India

Indian media: Hope and introspection as parliament term ends

India will get its 16th parliament after the upcoming general elections
Image caption India will get its 16th parliament after the upcoming general elections

Media in India are analysing the performance of MPs in parliament after their five-year term comes to an end.

The term of the 15th Lok Sabha's (lower house of the parliament) ended on Friday with MPs from all political parties congratulating each other on their performance.

Newspapers, however, have mixed feelings about the term which saw an MP using pepper spray against his colleagues during a recent heated debate on the bill to create the new state of Telangana.

"As the 15th Lok Sabha comes to an ignominious end, it is no longer possible to put off the question: are we a democracy only in name?" asks The Hindu in an editorial.

The last five years witnessed frequent disruptions in the Lok Sabha as it could approve only 177 of the 326 legislations scheduled for passage.

For the Asian Age, the 15th Lok Sabha has "statistically proved to be the worst in history in terms of passage of bills... The declining standards of behaviour of the MPs was worst exemplified by the use of a pepper spray in the house".

The Tribune's editorial says the house "lost 79% of its time to din over various issues... Gone are the days when parliament had good orators and wit, repartee and humour marked the proceedings".

During the last day of the current term, some MPs expressed concerns over the falling standards of parliament and urged their colleagues to find some time for introspection.

The Asian Age says that "the time has come for parliamentarians to work together towards restoring established practices of parliamentary democracy".

"The next parliament must walk a more ambitious, high-minded path," The Times of India concludes its analysis on a hopeful note.

Meanwhile, minister Shashi Tharoor is "not happy" with the pace of the investigation into his wife Sunanda Pushkar's death as "non-sense speculations" continue to spread, The Economic Times reports.
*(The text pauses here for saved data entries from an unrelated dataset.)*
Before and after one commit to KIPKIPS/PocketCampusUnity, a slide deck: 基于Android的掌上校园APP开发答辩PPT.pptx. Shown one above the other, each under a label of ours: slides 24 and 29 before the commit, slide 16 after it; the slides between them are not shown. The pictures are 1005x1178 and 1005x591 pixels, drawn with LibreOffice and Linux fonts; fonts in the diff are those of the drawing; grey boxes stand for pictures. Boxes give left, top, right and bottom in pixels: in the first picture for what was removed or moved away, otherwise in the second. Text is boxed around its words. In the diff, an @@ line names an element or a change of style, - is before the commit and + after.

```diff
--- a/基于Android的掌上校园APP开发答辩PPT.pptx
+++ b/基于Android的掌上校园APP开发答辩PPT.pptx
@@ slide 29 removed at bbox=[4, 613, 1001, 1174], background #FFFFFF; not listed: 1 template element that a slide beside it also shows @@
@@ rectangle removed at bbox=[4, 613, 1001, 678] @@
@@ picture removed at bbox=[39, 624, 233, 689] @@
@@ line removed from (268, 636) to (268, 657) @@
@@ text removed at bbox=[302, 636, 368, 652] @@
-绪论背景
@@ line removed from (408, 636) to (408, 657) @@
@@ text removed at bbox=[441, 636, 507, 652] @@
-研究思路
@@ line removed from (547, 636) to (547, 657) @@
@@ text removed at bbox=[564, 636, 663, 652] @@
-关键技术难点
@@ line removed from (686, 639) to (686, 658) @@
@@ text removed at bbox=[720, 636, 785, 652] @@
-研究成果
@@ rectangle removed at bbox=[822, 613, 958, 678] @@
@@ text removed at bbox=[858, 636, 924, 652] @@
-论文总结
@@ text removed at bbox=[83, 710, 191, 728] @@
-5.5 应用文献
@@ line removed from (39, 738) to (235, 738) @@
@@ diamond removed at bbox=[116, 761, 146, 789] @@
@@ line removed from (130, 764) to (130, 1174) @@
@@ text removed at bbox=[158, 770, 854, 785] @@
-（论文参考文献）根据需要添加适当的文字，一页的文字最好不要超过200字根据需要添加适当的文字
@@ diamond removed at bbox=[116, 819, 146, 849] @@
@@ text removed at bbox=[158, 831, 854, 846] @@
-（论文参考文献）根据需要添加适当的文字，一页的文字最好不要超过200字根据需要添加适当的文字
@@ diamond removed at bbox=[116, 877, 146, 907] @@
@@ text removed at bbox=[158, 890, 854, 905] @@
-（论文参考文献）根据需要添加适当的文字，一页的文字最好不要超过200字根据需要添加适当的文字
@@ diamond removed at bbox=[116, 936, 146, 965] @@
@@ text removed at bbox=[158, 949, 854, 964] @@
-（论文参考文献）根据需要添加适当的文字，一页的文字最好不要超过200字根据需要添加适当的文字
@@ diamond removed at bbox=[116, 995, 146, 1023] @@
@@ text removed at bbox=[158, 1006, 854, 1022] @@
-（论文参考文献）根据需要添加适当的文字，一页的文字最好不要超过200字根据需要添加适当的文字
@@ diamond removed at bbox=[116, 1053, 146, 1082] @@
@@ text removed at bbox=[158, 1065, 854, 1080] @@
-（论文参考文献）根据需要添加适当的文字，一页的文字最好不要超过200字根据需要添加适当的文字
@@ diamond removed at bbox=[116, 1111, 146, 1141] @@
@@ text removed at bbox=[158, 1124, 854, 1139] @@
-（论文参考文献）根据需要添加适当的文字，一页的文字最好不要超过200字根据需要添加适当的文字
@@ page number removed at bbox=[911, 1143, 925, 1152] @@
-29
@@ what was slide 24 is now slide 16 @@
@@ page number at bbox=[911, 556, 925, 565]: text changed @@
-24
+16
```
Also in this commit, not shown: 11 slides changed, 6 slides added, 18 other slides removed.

"It seems increasingly that a tragedy happened that is health related and not related to anything else. But we are waiting for the police investigation to get over and to see the final determination by the doctors and medical team," the paper quotes Mr Tharoor as saying in a TV interview.

Ms Pushkar was found dead at a hotel in Delhi on 17 January.

Green Metro

In a tragic case, a nine-month-old infant died soon after he was given polio drops in a village in the northern state of Rajasthan, The Times of India reports.

However, health officials have ruled out that the polio drops administered as part of the national immunisation day programme could be a reason behind the death.

"Polio drops can't cause death but may cause some side-effects, that too in rare cases," the paper quotes project director Dr RP Jain as saying.

Dr Jain added that a post mortem would be carried out to find the cause of the death.

Earlier in January, India marked three years since it last reported a polio case, a landmark in the global battle against the disease.

And finally, the Delhi Metro has decided to install solar power plants at its stations as an energy conservation effort, The Hindu reports.

"The first... 'Roof Top Solar Power Plant' is being installed at Dwarka Sector 21 metro station and is expected to be functional in six months," the paper says.